この記事では、Power Automate Desktopとは何か、またPower Automate Desktopの使い方について詳しく解説します。

公開日:2022年3月9日

Power Automate Desktopとは?

Power Automate Desktopは、マイクロソフトが提供するRPAツールです。RPAとは、「ロボティック・プロセス・オートメーション(Robotic Process Automation)」の略で、事業プロセスを自動化する技術の一種です。

RPAツールについては、「RPAツールとは?導入のメリットやツールの選び方を解説!」で詳しくまとめていますので、併せてご覧ください。

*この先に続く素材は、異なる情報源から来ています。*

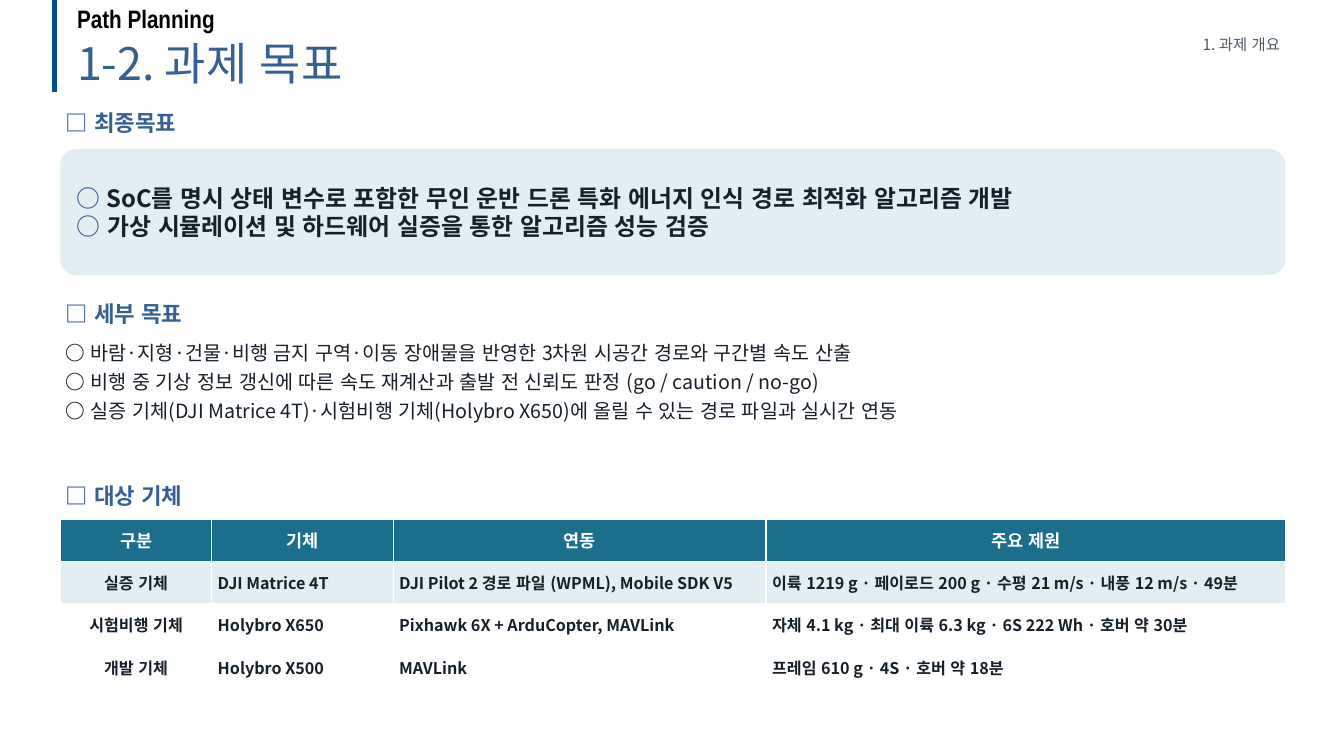
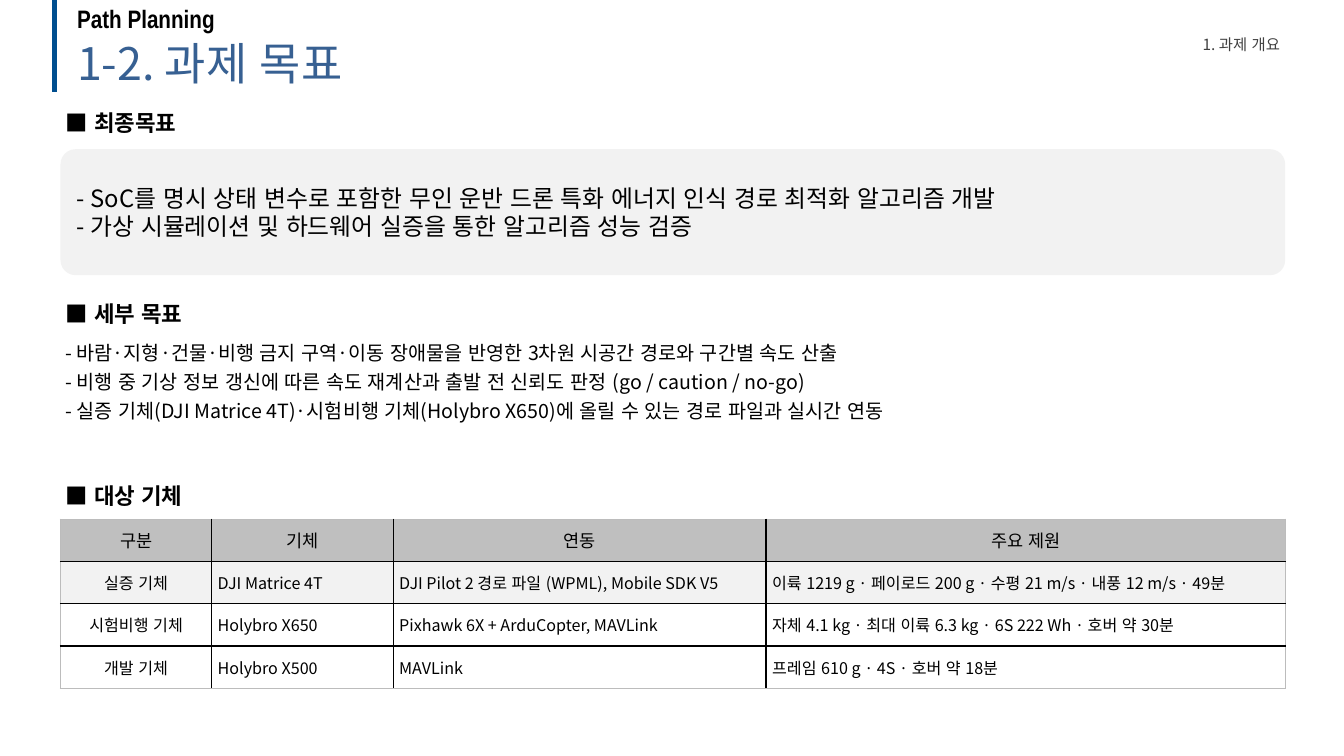
Before and after one commit to dnfl5345/Drone_path_opt, a slide deck: slide 4 of docs/drone_soc_business_talk.pptx. Drawn at 1344x756 pixels with LibreOffice and Linux fonts; fonts in the diff are those of the drawing; background and template pictures are left out. Boxes give left, top, right and bottom in pixels: in the first picture for what was removed or moved away, otherwise in the second. Text is boxed around its words. In the diff, an @@ line names an element or a change of style, - is before the commit and + after.

```diff
--- a/docs/drone_soc_business_talk.pptx
+++ b/docs/drone_soc_business_talk.pptx
@@ text "1. 과제 개요" at (x1=1203, y1=37, x2=1280, y2=51): text colour #4C5A66 to #404040 @@
@@ text at (x1=94, y1=112, x2=176, y2=133): text changed; text colour #376092 to #000000 @@
-□ 최종목표
+■ 최종목표
@@ rounded rectangle "- SoC를 명시 상태 변수로 ..." at (x1=60, y1=149, x2=1286, y2=275): fill #E3EEF3 to #F2F2F2 @@
@@ text in rounded rectangle at (x1=91, y1=187, x2=996, y2=237): text changed; text colour #16202A to #000000; bold off @@
-○ SoC를 명시 상태 변수로 포함한 무인 운반 드론 특화 에너지 인식 경로 최적화 알고리즘 개발
-○ 가상 시뮬레이션 및 하드웨어 실증을 통한 알고리즘 성능 검증
+- SoC를 명시 상태 변수로 포함한 무인 운반 드론 특화 에너지 인식 경로 최적화 알고리즘 개발
+- 가상 시뮬레이션 및 하드웨어 실증을 통한 알고리즘 성능 검증
@@ text at (x1=94, y1=303, x2=182, y2=324): text changed; text colour #376092 to #000000 @@
-□ 세부 목표
+■ 세부 목표
@@ text at (x1=77, y1=343, x2=883, y2=423): text changed; text colour #16202A to #000000 @@
-○ 바람·지형·건물·비행 금지 구역·이동 장애물을 반영한 3차원 시공간 경로와 구간별 속도 산출
-○ 비행 중 기상 정보 갱신에 따른 속도 재계산과 출발 전 신뢰도 판정 (go / caution / no-go)
-○ 실증 기체(DJI Matrice 4T)·시험비행 기체(Holybro X650)에 올릴 수 있는 경로 파일과 실시간 연동
+- 바람·지형·건물·비행 금지 구역·이동 장애물을 반영한 3차원 시공간 경로와 구간별 속도 산출
+- 비행 중 기상 정보 갱신에 따른 속도 재계산과 출발 전 신뢰도 판정 (go / caution / no-go)
+- 실증 기체(DJI Matrice 4T)·시험비행 기체(Holybro X650)에 올릴 수 있는 경로 파일과 실시간 연동
@@ text at (x1=94, y1=485, x2=182, y2=506): text changed; text colour #376092 to #000000 @@
-□ 대상 기체
+■ 대상 기체
@@ table at (x1=60, y1=519, x2=1286, y2=689) @@
@@ fill #1B6E8C to #BFBFBF in row 1 @@
@@ fill #E3EEF3 to #F2F2F2 in row 2 @@
@@ text colour #FFFFFF to #000000 in "구분", "기체", "연동", "주요 제원" @@
@@ bold off, text colour #16202A to #000000 @@
@@ borders changed @@
```
Also in this commit, not shown: 21 other slides changed, 10 other files.

RPAツールは、ユーザーがGUI(Graphical User Interface)上で行う作業を記録して、自動化することができます。これにより、人間が行っていた「繰り返す」作業を、コンピュータに自動で処理させることができるため、業務の効率化を図れます。

RPAツールによる自動化処理の作成は、GUI上でアイコンをドラッグアンドドロップすることで行い、コーディングの必要がありません。プログラミングの経験がなくとも直感的に操作できるため、導入の敷居が低いのも大きなメリットです。

Power Automate Desktopは、Microsoftアカウントを持っているWindows10ユーザーなら、無償で利用できます。Power Automate Desktopを用いれば、「Microsoft Excelのデータをアプリケーションに自動で入力させる」といった処理を簡単に作成することができます。

RPAツール以外の業務効率化について詳しく知りたい方は「業務効率化とは?成功事例に学ぶ手法や役立つツール・アイデアを紹介!」を併せてご覧ください。

Power Automate Desktopを使ってできること

Power Automate Desktopで 自動化できる操作の例は以下の通りです。

  • クリックやマウスの移動
  • ファイルやデータの移動
  • 特定のアクションをトリガーにして通知を送信
  • リマインダー通知を発信
  • 読み取ったファイルの内容を別の媒体に書き込む

Power Automate Desktopによりアプリケーションの起動や操作も可能ですので、さまざまな操作を組み合わせて、順に処理するように設定することで、複雑な作業も自動化できます。

また、Power Automate Desktopには、「レコーダー」と呼ばれる機能があり、パソコン上で人が行った作業内容を記録することができます。記録した処理は、そのまま自動化フローとして実行できるため、同じ作業を繰り返す手間が省けます。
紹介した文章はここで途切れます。